A comparative study of algorithms detecting differential rhythmicity in transcriptomic data.
Lin MiaoDouglas E WeidemannKatherine NgoBenjamin A UnruhShihoko KojimaPublished in: bioRxiv : the preprint server for biology (2023)
Rhythmic transcripts play pivotal roles in driving the daily oscillations of various biological processes. Genetic or environmental disruptions can lead to alterations in the rhythmicity of transcripts, ultimately impacting downstream circadian outputs, including metabolic processes and even behavior. To statistically compare the differences in transcript rhythms between two or more conditions, several algorithms have been developed to analyze circadian transcriptomic data, each with distinct features. In this study, we compared the performance of seven algorithms that were specifically designed to detect differential rhythmicity.

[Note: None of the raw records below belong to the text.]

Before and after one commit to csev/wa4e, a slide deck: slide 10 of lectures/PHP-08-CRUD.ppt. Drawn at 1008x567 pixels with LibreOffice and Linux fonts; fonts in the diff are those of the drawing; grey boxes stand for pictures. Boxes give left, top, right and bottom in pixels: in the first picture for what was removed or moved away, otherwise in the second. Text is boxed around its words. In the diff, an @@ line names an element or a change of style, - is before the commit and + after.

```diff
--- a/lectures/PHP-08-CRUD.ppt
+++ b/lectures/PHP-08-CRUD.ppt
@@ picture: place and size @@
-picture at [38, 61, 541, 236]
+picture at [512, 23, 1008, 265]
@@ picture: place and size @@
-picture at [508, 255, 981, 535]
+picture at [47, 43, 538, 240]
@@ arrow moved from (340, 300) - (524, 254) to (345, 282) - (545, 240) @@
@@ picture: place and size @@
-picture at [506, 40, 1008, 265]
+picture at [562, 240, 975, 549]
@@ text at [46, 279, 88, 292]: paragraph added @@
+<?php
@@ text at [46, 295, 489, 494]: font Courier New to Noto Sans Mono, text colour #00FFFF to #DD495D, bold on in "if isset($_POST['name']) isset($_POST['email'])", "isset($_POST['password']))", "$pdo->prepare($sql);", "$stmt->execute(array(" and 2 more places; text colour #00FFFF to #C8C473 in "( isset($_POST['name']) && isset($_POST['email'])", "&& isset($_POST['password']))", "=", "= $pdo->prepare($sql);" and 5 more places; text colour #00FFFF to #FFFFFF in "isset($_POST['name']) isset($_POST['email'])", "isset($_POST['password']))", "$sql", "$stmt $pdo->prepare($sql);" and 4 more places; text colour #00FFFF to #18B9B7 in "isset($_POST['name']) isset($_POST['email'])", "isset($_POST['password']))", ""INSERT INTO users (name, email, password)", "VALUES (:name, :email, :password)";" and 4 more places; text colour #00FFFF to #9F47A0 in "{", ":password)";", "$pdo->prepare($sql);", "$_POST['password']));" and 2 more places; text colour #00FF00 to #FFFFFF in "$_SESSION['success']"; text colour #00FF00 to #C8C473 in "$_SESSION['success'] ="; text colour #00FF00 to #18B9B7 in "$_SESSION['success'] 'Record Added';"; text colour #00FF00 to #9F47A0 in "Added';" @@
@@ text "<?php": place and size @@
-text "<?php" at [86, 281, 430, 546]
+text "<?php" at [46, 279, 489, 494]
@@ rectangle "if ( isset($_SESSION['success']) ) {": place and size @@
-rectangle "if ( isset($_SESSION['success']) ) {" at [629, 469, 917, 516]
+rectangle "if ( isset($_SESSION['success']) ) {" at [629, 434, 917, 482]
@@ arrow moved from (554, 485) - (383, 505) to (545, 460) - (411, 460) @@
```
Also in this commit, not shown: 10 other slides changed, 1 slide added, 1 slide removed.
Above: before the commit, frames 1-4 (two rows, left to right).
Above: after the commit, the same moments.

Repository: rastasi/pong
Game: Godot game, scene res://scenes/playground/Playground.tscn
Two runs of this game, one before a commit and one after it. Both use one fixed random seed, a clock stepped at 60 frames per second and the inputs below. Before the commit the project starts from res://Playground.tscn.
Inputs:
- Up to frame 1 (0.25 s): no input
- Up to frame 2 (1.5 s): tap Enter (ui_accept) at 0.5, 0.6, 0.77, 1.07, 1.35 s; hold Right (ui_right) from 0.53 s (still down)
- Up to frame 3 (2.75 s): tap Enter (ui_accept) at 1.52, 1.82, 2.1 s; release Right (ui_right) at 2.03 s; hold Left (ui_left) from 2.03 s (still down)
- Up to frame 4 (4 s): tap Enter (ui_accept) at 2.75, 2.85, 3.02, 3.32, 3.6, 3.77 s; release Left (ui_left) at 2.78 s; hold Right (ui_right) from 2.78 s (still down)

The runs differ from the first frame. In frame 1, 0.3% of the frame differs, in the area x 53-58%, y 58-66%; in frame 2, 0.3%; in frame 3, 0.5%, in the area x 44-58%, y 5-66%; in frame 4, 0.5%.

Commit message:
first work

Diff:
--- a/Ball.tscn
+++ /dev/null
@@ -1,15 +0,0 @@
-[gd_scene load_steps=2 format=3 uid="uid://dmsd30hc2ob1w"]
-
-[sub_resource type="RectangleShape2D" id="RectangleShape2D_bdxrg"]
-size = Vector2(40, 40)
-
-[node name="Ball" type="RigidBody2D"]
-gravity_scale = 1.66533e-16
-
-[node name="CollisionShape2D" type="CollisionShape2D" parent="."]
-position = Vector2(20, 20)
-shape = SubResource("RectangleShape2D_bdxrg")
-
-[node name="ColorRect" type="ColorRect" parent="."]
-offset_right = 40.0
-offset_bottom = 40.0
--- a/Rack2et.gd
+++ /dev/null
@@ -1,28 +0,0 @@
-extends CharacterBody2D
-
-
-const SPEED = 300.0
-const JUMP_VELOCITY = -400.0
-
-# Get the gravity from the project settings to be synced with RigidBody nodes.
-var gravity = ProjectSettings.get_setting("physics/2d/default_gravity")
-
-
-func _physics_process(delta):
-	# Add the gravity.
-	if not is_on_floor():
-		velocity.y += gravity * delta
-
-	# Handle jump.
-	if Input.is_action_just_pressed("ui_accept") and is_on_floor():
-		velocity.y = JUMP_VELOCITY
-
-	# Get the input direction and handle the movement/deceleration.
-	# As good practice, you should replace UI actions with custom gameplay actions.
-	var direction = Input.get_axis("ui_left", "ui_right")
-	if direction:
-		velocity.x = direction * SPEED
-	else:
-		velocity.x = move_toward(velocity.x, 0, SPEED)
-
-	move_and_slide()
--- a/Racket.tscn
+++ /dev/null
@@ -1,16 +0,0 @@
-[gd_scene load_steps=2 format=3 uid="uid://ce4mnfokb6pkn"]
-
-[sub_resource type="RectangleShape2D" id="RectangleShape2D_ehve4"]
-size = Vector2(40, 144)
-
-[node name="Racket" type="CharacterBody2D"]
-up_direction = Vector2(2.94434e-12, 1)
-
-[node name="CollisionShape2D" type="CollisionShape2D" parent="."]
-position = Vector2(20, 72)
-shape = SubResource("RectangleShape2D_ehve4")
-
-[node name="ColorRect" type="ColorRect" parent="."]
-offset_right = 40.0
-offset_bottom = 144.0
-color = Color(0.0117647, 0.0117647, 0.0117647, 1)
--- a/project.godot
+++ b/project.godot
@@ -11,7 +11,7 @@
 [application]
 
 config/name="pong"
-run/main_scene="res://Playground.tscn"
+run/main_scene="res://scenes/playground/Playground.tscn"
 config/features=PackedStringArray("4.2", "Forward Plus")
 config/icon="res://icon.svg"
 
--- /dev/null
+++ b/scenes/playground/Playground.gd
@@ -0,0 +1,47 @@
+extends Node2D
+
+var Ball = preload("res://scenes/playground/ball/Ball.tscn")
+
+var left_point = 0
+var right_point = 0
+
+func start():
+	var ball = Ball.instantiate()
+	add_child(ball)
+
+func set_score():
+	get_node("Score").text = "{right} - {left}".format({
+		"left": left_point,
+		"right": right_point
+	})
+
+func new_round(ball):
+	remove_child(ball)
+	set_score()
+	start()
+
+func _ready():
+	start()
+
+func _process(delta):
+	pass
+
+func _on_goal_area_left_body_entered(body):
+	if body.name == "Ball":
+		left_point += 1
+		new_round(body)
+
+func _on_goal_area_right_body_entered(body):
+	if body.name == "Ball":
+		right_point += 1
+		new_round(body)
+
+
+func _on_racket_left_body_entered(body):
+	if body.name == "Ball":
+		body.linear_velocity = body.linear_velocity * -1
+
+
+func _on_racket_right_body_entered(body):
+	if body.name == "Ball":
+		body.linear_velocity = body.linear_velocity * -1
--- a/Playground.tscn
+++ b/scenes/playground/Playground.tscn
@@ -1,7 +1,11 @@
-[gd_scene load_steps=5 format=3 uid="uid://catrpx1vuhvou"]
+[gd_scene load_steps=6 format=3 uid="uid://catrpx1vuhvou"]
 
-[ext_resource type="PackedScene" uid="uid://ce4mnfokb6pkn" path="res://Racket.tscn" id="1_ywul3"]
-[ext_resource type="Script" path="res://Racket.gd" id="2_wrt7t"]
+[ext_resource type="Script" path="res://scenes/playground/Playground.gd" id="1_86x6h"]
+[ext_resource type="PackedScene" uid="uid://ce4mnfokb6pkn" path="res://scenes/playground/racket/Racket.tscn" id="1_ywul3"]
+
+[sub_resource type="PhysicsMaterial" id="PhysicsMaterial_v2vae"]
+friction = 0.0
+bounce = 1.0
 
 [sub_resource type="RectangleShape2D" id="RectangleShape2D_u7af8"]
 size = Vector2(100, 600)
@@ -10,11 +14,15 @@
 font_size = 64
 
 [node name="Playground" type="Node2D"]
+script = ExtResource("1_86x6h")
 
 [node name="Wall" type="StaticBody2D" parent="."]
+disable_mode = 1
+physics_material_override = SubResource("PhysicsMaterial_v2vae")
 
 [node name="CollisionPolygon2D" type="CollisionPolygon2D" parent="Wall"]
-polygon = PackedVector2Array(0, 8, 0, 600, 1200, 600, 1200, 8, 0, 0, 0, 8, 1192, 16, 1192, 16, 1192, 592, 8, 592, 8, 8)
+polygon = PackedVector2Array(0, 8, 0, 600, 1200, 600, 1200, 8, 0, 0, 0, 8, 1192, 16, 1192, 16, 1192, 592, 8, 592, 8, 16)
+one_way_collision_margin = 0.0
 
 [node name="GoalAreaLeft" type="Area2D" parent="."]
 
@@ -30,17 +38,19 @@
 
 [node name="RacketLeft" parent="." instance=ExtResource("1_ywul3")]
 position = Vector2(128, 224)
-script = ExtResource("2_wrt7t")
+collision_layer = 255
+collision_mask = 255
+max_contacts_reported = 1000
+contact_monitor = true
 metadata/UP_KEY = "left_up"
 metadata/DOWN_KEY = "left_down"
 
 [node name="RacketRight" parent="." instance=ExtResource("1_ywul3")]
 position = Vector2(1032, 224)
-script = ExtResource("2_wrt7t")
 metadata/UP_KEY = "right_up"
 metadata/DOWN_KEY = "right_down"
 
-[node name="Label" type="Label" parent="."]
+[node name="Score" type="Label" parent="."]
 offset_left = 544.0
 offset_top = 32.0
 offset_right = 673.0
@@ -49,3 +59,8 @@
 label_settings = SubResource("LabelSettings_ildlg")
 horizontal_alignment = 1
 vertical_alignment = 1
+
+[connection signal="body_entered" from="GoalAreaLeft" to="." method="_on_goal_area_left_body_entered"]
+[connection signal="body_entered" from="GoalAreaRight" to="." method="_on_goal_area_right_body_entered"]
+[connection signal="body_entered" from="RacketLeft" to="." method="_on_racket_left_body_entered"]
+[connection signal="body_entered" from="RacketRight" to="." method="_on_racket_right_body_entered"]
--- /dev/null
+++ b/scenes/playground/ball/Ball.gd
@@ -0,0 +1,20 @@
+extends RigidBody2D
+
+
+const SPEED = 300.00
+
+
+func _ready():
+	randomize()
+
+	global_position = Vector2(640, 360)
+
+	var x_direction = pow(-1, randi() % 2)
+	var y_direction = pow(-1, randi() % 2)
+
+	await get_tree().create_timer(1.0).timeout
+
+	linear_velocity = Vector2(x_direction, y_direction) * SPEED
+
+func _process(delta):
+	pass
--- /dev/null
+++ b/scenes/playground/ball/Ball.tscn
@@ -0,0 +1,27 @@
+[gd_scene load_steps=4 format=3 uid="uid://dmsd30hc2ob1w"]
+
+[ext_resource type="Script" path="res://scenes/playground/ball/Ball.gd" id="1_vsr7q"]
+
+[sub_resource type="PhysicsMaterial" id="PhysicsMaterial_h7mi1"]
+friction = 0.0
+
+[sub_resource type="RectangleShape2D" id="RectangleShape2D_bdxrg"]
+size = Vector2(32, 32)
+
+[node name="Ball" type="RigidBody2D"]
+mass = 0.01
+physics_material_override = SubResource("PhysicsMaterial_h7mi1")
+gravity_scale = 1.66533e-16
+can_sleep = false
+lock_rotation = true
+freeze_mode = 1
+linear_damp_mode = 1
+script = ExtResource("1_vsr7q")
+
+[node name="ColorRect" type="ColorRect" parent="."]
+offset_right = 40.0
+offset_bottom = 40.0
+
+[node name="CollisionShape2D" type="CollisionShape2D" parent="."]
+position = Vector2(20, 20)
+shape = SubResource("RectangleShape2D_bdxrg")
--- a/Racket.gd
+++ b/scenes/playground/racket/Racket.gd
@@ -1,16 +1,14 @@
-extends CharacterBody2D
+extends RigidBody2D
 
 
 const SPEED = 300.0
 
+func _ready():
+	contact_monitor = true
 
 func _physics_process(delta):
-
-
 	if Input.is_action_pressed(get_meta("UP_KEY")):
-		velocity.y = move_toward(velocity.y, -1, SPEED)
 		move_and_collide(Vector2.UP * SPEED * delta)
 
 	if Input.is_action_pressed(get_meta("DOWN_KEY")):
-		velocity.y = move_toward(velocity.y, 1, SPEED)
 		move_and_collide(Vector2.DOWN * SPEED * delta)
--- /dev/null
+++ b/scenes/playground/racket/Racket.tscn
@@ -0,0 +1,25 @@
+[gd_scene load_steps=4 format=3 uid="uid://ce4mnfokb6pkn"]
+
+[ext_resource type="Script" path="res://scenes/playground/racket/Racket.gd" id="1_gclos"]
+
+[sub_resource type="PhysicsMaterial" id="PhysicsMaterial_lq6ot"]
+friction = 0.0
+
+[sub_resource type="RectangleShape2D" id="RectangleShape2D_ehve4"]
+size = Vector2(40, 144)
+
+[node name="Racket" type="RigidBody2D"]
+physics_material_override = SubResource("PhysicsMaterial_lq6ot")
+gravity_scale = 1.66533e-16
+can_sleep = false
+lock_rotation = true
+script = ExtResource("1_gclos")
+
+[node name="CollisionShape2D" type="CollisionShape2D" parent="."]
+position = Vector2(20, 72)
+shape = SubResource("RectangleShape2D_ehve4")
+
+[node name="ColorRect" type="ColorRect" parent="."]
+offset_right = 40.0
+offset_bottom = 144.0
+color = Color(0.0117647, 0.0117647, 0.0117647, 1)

We found that even when applying the same statistical threshold, these algorithms yielded varying numbers of differentially rhythmic transcripts. Nevertheless, the set of transcripts commonly identified as differentially rhythmic exhibited substantial overlap among algorithms. Furthermore, the phase and amplitude differences calculated by these algorithms displayed significant correlations. In summary, our study highlights a high degree of similarity in the results produced by these algorithms. Furthermore, when selecting an algorithm for analysis, it is crucial to ensure the compatibility of input data with the specific requirements of the chosen algorithm and to assess whether the algorithm's output fits the needs of the user.